Judgements

Panikulam Electronic System vs Commissioner Of C. Ex. on 8 September, 2005

Customs, Excise and Gold Tribunal – Bangalore
Panikulam Electronic System vs Commissioner Of C. Ex. on 8 September, 2005
Bench: S Peeran, J T T.K.


ORDER

T.K. Jayaraman, Member (T)

1. The appellants have filed this ROM application for modification of Final Order No. 263/2005, dated 28-2-2005.

2. Shri B.V. Kumar, learned Advocate appeared for the petitioners and Shri Ganesh Havanur, SDR for the Revenue.

3. The learned Advocate pointed out that in the Final Order, it has been established that the appellant’s Company and M/s Index Informatics (P) Ltd., are related. It has been ordered that the duty should be computed on the basis of price at which M/s Index Informatics (P) Ltd., sold the goods. It has also been ordered that the penalty under Section 11AC will be re-quantified after calculating the duty liability for the period from 28-9-96 to 15-6-97. Further consolidated penalty under Rules 9(2), 173Q and 226 is reduced to Rs. 25,000/-.

4. The learned Advocate submitted that there is a mistake apparent on the record in the Final Order as far as the imposition of consolidated penalty of Rs. 25,000/- under Rules 9(2), 173Q and 226 of the Central Excise Rules, 1944 is concerned for the following reasons :-

(i) Once it is held in the Final Order that the words ‘Mktd. by INDEX Informatics (P) Ltd., does not indicate the brand name, the applicants are entitled to the benefit of SSI exemption under Notification No. 1/92-C.E., dated 28-2-93 and 16/97-C.E., dated 1-4-97.

(ii) Even adopting the value at which the applicants cleared the goods to the persons other than M/s. Index Informatics (P) Ltd., the total value of the clearances of the impugned goods during the material period i.e., 1-4-96 to 31-3-97 and 1-4-97 to 16-6-97, were Rs. 26,08,233/- and Rs. 10,67,138/-, respectively, which is an admitted fact in the impugned Show Cause Notice. Therefore, the total value of the clearances made by the applicants during the material period are well within the value stipulated under Notification No. 1/92-C.E., dated 28-2-93 and 16/97-C.E., dated 1-4-97 and are exempted. In other words, there will not be any duty liability on the applicants in the present case.

(iii) The above clearly establish that the applicants have not contravened any provisions of Central Excise Act, 1944 or Rules made thereunder, and therefore the imposition of consolidated penalty of Rs. 25,000/- is not called for.

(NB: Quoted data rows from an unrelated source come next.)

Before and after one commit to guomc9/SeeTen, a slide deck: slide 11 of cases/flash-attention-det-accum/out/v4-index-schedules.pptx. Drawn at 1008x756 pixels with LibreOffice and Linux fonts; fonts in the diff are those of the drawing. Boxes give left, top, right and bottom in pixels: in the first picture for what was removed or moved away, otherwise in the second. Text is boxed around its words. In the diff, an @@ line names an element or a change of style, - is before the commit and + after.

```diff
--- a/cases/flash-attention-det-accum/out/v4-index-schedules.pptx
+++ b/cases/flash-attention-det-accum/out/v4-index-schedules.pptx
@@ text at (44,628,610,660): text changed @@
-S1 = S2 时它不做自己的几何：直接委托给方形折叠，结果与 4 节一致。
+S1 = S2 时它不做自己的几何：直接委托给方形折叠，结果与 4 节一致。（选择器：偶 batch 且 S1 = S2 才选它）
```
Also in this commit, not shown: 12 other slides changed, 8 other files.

(iv) Even otherwise, it is now settled law that once the demand for duty is not sustainable, the imposition of penalty also fails.

In view of the above, there was a prayer to rectify the error suitably. The learned Advocate relied on the decision of the Supreme Court in the case of M.K. Venkatachalam, ITO v. Bombay Dyeing wherein it has been held that Mistake apparent from the covers all mistakes discoverable from a perusal of whole, evidence in the case. It may be a mistake either of law or fact.

5. We have carefully considered the submissions. In view of the fact that the total value of the clearance made by the appellants are claimed to be well within the exemption limit, the question of penalty should have been left open. Hence there is an error apparent on record in the Final Order. We rectify the error by deleting the following sentences in Para 9 at Page No. 4 of the Final Order:

The penalty under Section 11AC will be the re-quantified duty liability for the period from 28-9-1996 to 15-6-1997. The consolidated penalty under Rules 9(2), 173(Q) and 226 is reduced to Rs. 25,000/-. The OIA is modified to this extent. The original authority should compute the duty liability as per directions above. The appeal is disposed of in the above terms.

And substituting the same with the following sentences :

If on the above basis, the duty liability is nil then no penalty would be leviable. In case any duty liability is there, suitable penalties should be imposed. Therefore, the matter is remanded to the Original Authority to re-quantify the duty liability. The question of imposition of penalties is kept open. The appeal is disposed of in the above manner.

6. ROM is allowed in the above terms.